Dr Seija has had the same nightmare for months: he wakes up gasping for breath, imagining that he is sick with Covid-19 and unable to see his family. He knows, now, that being a doctor means exposure not just to risk but to loss. Sometimes he plays the Marc Anthony song Vivir Mi Vida in his studio apartment and he feels the grief of the earliest weeks all over again. Although coronavirus cases had been declining for months in New York City, daily case counts are now beginning to tick up again, along with the test positivity rate.
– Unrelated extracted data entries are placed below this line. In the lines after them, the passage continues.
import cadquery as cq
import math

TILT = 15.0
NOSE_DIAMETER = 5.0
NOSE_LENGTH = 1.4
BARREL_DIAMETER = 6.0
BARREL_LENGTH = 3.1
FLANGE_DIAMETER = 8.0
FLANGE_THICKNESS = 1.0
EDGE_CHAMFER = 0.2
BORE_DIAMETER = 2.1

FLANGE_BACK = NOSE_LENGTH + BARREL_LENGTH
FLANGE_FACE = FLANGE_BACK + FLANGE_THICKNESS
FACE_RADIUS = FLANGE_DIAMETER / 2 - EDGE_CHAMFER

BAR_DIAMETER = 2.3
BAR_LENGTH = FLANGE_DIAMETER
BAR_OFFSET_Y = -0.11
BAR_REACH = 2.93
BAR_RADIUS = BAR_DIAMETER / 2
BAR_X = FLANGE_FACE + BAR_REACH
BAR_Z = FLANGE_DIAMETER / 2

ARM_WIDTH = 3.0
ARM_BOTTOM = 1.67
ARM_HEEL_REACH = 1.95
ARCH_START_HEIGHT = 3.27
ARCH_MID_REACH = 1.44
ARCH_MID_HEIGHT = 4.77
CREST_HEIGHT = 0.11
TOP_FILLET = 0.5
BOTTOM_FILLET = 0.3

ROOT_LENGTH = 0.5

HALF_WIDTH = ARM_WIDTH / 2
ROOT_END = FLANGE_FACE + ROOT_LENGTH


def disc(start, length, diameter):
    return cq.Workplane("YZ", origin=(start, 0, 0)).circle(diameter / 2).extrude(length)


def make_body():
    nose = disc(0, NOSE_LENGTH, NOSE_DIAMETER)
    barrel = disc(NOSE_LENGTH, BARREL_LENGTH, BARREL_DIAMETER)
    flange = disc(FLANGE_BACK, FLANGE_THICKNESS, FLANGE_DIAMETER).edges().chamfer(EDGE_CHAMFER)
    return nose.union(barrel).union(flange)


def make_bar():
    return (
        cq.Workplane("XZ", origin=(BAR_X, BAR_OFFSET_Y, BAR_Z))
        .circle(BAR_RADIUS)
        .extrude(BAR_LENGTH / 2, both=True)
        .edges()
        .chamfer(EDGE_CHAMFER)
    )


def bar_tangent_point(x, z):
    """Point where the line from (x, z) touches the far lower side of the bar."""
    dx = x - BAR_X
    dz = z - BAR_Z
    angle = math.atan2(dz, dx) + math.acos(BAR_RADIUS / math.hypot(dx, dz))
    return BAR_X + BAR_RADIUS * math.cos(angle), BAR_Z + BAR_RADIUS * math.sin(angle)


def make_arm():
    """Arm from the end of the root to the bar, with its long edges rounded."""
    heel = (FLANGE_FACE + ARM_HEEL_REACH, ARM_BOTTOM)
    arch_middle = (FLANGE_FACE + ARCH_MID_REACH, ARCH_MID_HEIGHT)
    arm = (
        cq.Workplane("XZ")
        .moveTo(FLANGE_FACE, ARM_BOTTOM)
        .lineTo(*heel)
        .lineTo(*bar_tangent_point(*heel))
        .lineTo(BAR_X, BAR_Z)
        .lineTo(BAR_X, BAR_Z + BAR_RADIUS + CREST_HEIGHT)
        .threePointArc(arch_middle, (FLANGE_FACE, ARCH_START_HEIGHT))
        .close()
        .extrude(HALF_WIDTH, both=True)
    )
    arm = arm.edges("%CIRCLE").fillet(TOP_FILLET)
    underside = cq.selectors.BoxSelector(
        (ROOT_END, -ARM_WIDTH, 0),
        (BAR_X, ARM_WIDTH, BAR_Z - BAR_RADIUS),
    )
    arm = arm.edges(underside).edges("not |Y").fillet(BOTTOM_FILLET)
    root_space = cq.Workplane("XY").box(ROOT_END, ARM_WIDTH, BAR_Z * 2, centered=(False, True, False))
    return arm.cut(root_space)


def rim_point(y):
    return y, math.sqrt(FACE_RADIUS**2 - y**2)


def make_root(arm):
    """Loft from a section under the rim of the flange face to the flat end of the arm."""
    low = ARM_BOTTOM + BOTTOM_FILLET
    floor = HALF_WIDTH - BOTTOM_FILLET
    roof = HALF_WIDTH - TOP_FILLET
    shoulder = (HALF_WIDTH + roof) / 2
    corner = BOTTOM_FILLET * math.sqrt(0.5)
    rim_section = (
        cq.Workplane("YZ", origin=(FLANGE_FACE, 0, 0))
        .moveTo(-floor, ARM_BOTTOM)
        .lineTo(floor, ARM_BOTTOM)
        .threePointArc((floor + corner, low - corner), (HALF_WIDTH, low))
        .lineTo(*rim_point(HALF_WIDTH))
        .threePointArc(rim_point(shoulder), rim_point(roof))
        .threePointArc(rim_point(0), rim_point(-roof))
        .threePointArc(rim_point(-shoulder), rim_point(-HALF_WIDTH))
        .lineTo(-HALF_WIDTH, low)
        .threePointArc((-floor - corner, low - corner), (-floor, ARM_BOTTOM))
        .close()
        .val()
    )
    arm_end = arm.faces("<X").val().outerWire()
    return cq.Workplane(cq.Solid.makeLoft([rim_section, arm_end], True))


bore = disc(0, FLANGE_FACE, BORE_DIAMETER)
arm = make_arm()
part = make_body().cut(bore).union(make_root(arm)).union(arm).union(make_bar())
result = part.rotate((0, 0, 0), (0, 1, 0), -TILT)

Dr Seija, meanwhile, has shifted into internal medicine-pediatrics training. He is no longer spending his days tending to the dying. But the lessons of those Covid months haven’t left him. “Start thinking about your goals of care,” he advises anyone who will listen.

Dr Seija’s mom has made a full recovery. He has now given thought to his own preferences for end of life care. “I would want to go home,” he said. “I’d die in my mother’s arms.”